The Mudcat Café TM
Thread #103171   Message #2735526
Posted By: MGM·Lion
30-Sep-09 - 11:23 PM
Thread Name: publication does a doubtful service to folksongs
Subject: RE: publication does a doubtful service to folksongs
Jim does well to remind us again of Hogg's mother & Scott.

Re what Art Thieme said just above, I quote again from inlay to a record I made 20 years ago, Butter&Cheese&All [Brewhouse 8904]: "These songs are all traditional, but I believe all will have been more or less consciously modified in the process of making them my own". Surely we all do that - esp if we don't want to sound like Carthy·or·whoever·soundalikes.

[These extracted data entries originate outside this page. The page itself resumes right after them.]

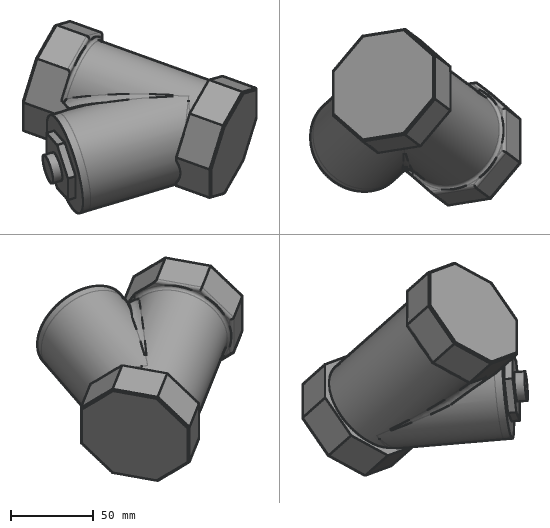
import cadquery as cq
import math

length = 125.0
nut_width = 68.0
nut_length = 23.0
nut_chamfer = 0.9
pipe_radius = 31.0
blend_radius = 2.0
crotch_radius = 6.0
crotch_sections = 7
acute_start_angle = 34.0
obtuse_start_angle = 56.0
crotch_end_angle = 84.0

web_length = 6.2
web_inner_y = 27.5
web_tip_y = 30.0

branch_x = 32.5
branch_angle = 45.0
branch_length = 80.0
cap_thickness = 5.0
hex_width = 37.0
hex_height = 5.0
stud_diameter = 18.0
stud_height = 6.0

nut_face_x = length / 2 - nut_length
half_width = nut_width / 2


def make_octagon_bar(bar_length):
    """Octagonal bar from X = 0 to X = bar_length, with flat sides up and down."""
    corner_diameter = nut_width / math.cos(math.pi / 8)
    return (
        cq.Workplane("YZ")
        .transformed(rotate=(0, 0, 22.5))
        .polygon(8, corner_diameter)
        .extrude(bar_length)
    )


def make_nut():
    """Octagonal end starting at X = 0, with its outer rim at X = -nut_length."""
    nut = make_octagon_bar(-nut_length)
    return nut.faces("<X").chamfer(nut_chamfer)


def make_left_nut():
    """Left nut with the inner rim rounded, except on its three -Y sides."""
    rim_margin = 0.1
    rounded_zone = cq.selectors.BoxSelector(
        (-rim_margin, -rim_margin, -nut_width),
        (rim_margin, nut_width, nut_width),
    )
    nut = make_nut().edges(rounded_zone).fillet(blend_radius)
    return nut.translate((-nut_face_x, 0, 0))


def make_right_nut():
    nut = make_nut().rotate((0, 0, 0), (0, 0, 1), 180)
    return nut.translate((nut_face_x, 0, 0))


def make_neck():
    """Concave ring that leads from the pipe surface up to the left nut."""
    outer_radius = pipe_radius + blend_radius
    core_radius = pipe_radius / 2
    sag = blend_radius * (1 - math.sqrt(0.5))
    profile = (
        cq.Workplane("XY")
        .moveTo(-nut_face_x - blend_radius, core_radius)
        .lineTo(-nut_face_x - blend_radius, outer_radius)
        .lineTo(-nut_face_x, outer_radius)
        .threePointArc(
            (-nut_face_x + sag, pipe_radius + sag),
            (-nut_face_x + blend_radius, pipe_radius),
        )
        .lineTo(-nut_face_x + blend_radius, core_radius)
        .close()
    )
    return profile.revolve(360, (0, 0, 0), (1, 0, 0))


branch_direction = cq.Vector(
    -math.cos(math.radians(branch_angle)), -math.sin(math.radians(branch_angle)), 0
)


def branch_plane(distance):
    """Plane across the branch axis, at a distance from the crossing."""
    origin = cq.Vector(branch_x, 0, 0) + branch_direction * distance
    return cq.Plane(origin=origin, xDir=(0, 0, 1), normal=branch_direction)


def make_pipes():
    """Run pipe and slanted branch of equal radius."""
    pipe = cq.Workplane("YZ").circle(pipe_radius).extrude(nut_face_x + nut_length / 2, both=True)
    branch = cq.Workplane(branch_plane(0)).circle(pipe_radius).extrude(branch_length - cap_thickness)
    return pipe.union(branch)


def crotch_section(angle, side):
    """Fillet cross-section for a ball touching both pipes.

    The angle is measured around the pipe from -Y toward +Z. The side is -1 for the
    acute crotch toward -X and +1 for the obtuse crotch toward +X.
    """
    reach = (pipe_radius + crotch_radius) * math.cos(angle)
    height = (pipe_radius + crotch_radius) * math.sin(angle)
    crotch_angle = math.radians(branch_angle if side < 0 else 180 - branch_angle)
    center = cq.Vector(branch_x + side * reach / math.tan(crotch_angle / 2), -reach, height)

    crossing = cq.Vector(branch_x, 0, 0)
    pipe_foot = cq.Vector(center.x, 0, 0)
    branch_foot = crossing + branch_direction * (center - crossing).dot(branch_direction)
    to_pipe = (pipe_foot - center).normalized()
    to_branch = (branch_foot - center).normalized()
    to_corner = (to_pipe + to_branch).normalized()

    pipe_contact = center + to_pipe * crotch_radius
    branch_contact = center + to_branch * crotch_radius
    middle = center + to_corner * crotch_radius
    corner = center + to_corner * (crotch_radius + pipe_radius / 2)
    return cq.Wire.assembleEdges([
        cq.Edge.makeThreePointArc(pipe_contact, middle, branch_contact),
        cq.Edge.makeLine(branch_contact, corner),
        cq.Edge.makeLine(corner, pipe_contact),
    ])


def make_crotch_fillet(side, start_angle):
    """Upper and lower fillets, trimmed to stay within the outline of the nuts."""
    step = (crotch_end_angle - start_angle) / (crotch_sections - 1)
    sections = [
        crotch_section(math.radians(start_angle + step * index), side)
        for index in range(crotch_sections)
    ]
    upper = cq.Workplane("XY").newObject([cq.Solid.makeLoft(sections)])
    nut_outline = make_octagon_bar(length).translate((-length / 2, 0, 0))
    return upper.union(upper.mirror("XY")).intersect(nut_outline)


def make_corner_web():
    """Small webs that carry the diagonal sides of the left nut onto the branch."""
    web = (
        cq.Workplane("XY")
        .moveTo(-nut_face_x, -web_inner_y)
        .lineTo(-nut_face_x + web_length, -web_tip_y)
        .lineTo(-nut_face_x, -half_width)
        .close()
        .extrude(half_width, both=True)
    )
    return web.intersect(make_octagon_bar(length).translate((-length / 2, 0, 0)))


def make_cap():
    """Round cap, hexagon and stud stacked on the end of the branch."""
    disc = (
        cq.Workplane(branch_plane(branch_length - cap_thickness))
        .circle(pipe_radius)
        .extrude(cap_thickness)
    )
    hexagon = (
        cq.Workplane(branch_plane(branch_length))
        .polygon(6, hex_width / math.cos(math.pi / 6))
        .extrude(hex_height)
    )
    stud = (
        cq.Workplane(branch_plane(branch_length + hex_height))
        .circle(stud_diameter / 2)
        .extrude(stud_height)
    )
    return disc.union(hexagon).union(stud)


result = (
    make_pipes()
    .union(make_crotch_fillet(-1, acute_start_angle))
    .union(make_crotch_fillet(1, obtuse_start_angle))
    .union(make_corner_web())
    .union(make_neck())
    .union(make_left_nut())
    .union(make_right_nut())
    .union(make_cap(), clean=False)
)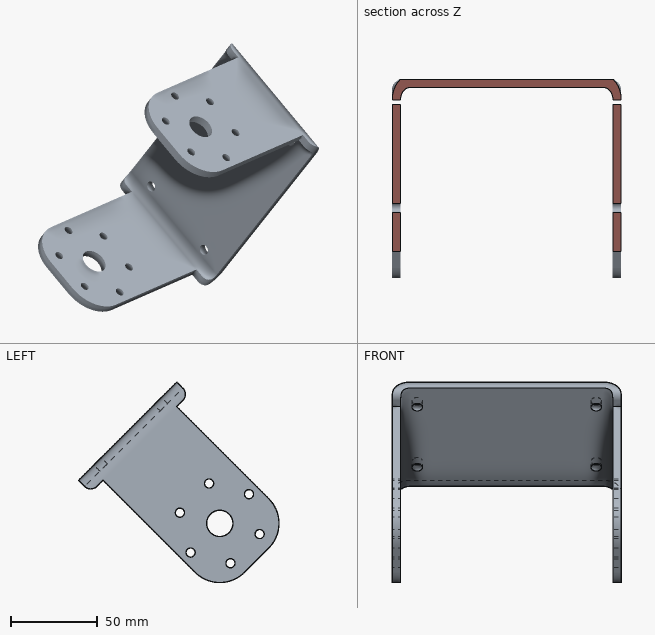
import cadquery as cq


width = 132.0
thickness = 5.0
bend_outer_radius = 10.0
bend_inner_radius = bend_outer_radius - thickness
tilt_angle = -45.0

web_depth = 80.0
lip_corner_radius = 5.0
web_hole_diameter = 6.0
web_hole_spacing_x = 103.0
web_hole_spacing_y = 49.0

arm_depth = 60.0
arm_corner_radius = 20.0
pivot_drop = 75.0
arm_length = pivot_drop + arm_depth / 2
pivot_diameter = 15.0
bolt_hole_diameter = 5.12
bolt_circle_radius = 23.75
bolt_hole_count = 6


def make_channel():
    """Bent sheet with a constant section over the full web depth."""
    outer = (
        cq.Workplane("XY")
        .box(width, web_depth, arm_length, centered=(True, True, False))
        .translate((0, 0, -arm_length))
        .edges("|Y and >Z")
        .fillet(bend_outer_radius)
    )
    inner = (
        cq.Workplane("XY")
        .box(width - 2 * thickness, web_depth, arm_length, centered=(True, True, False))
        .translate((0, 0, -arm_length - thickness))
        .edges("|Y and >Z")
        .fillet(bend_inner_radius)
    )
    return outer.cut(inner)


def make_side_outline():
    """Solid spanning the width whose YZ section is the web, its lips and the arms."""
    lips = (
        cq.Workplane("XY")
        .box(width, web_depth, bend_outer_radius, centered=(True, True, False))
        .translate((0, 0, -bend_outer_radius))
        .edges("|X and <Z")
        .fillet(lip_corner_radius)
    )
    arms = (
        cq.Workplane("XY")
        .box(width, arm_depth, arm_length, centered=(True, True, False))
        .translate((0, 0, -arm_length))
        .edges("|X and <Z")
        .fillet(arm_corner_radius)
    )
    return lips.union(arms)


def make_web_holes():
    """Four mounting holes through the web."""
    return (
        cq.Workplane("XY")
        .rect(web_hole_spacing_x, web_hole_spacing_y, forConstruction=True)
        .vertices()
        .circle(web_hole_diameter / 2)
        .extrude(-thickness)
    )


def make_arm_holes():
    """Pivot hole and its ring of bolt holes, through both arms."""
    pivot_plane = cq.Workplane("YZ").center(0, -pivot_drop)
    pivot = pivot_plane.circle(pivot_diameter / 2).extrude(width / 2, both=True)
    bolts = (
        pivot_plane
        .polarArray(bolt_circle_radius, 0, 360, bolt_hole_count)
        .circle(bolt_hole_diameter / 2)
        .extrude(width / 2, both=True)
    )
    return pivot.union(bolts)


level_bracket = (
    make_channel()
    .intersect(make_side_outline())
    .cut(make_web_holes())
    .cut(make_arm_holes())
)

result = level_bracket.rotate((0, 0, 0), (1, 0, 0), tilt_angle)

To quote [sorry but its true & I think it relevant here] a review of a folk-evening I gave at Eye [Suffolk] Theatre a few years ago: the local paper man there wrote "He would address us in pure middle-class tones and then go right into the spirit of a song without putting on the folk voice"; which I value as one of the nicest things anyone has ever said about me.

Re living forms of folklore: as well as rugby songs, we must remember the Urban Legend [see works of Jan Brunvand and Rodney Dale]; and especially the JOKE; which can still blanket the world absolutely & instantaneously & unaccountably from east-west & from pole-pole by oral transmission — & ALWAYS DID even before radio & tv & WWW. Much speculation has gone on for a long time as to HOW this phenomenon occurs — an entertaining fantasy-sf explanation suggesting extra-terrestrial implantation is in the great Isaac Asimov's story 'Jokester', well worth a read to anyone interested in the Folk Process.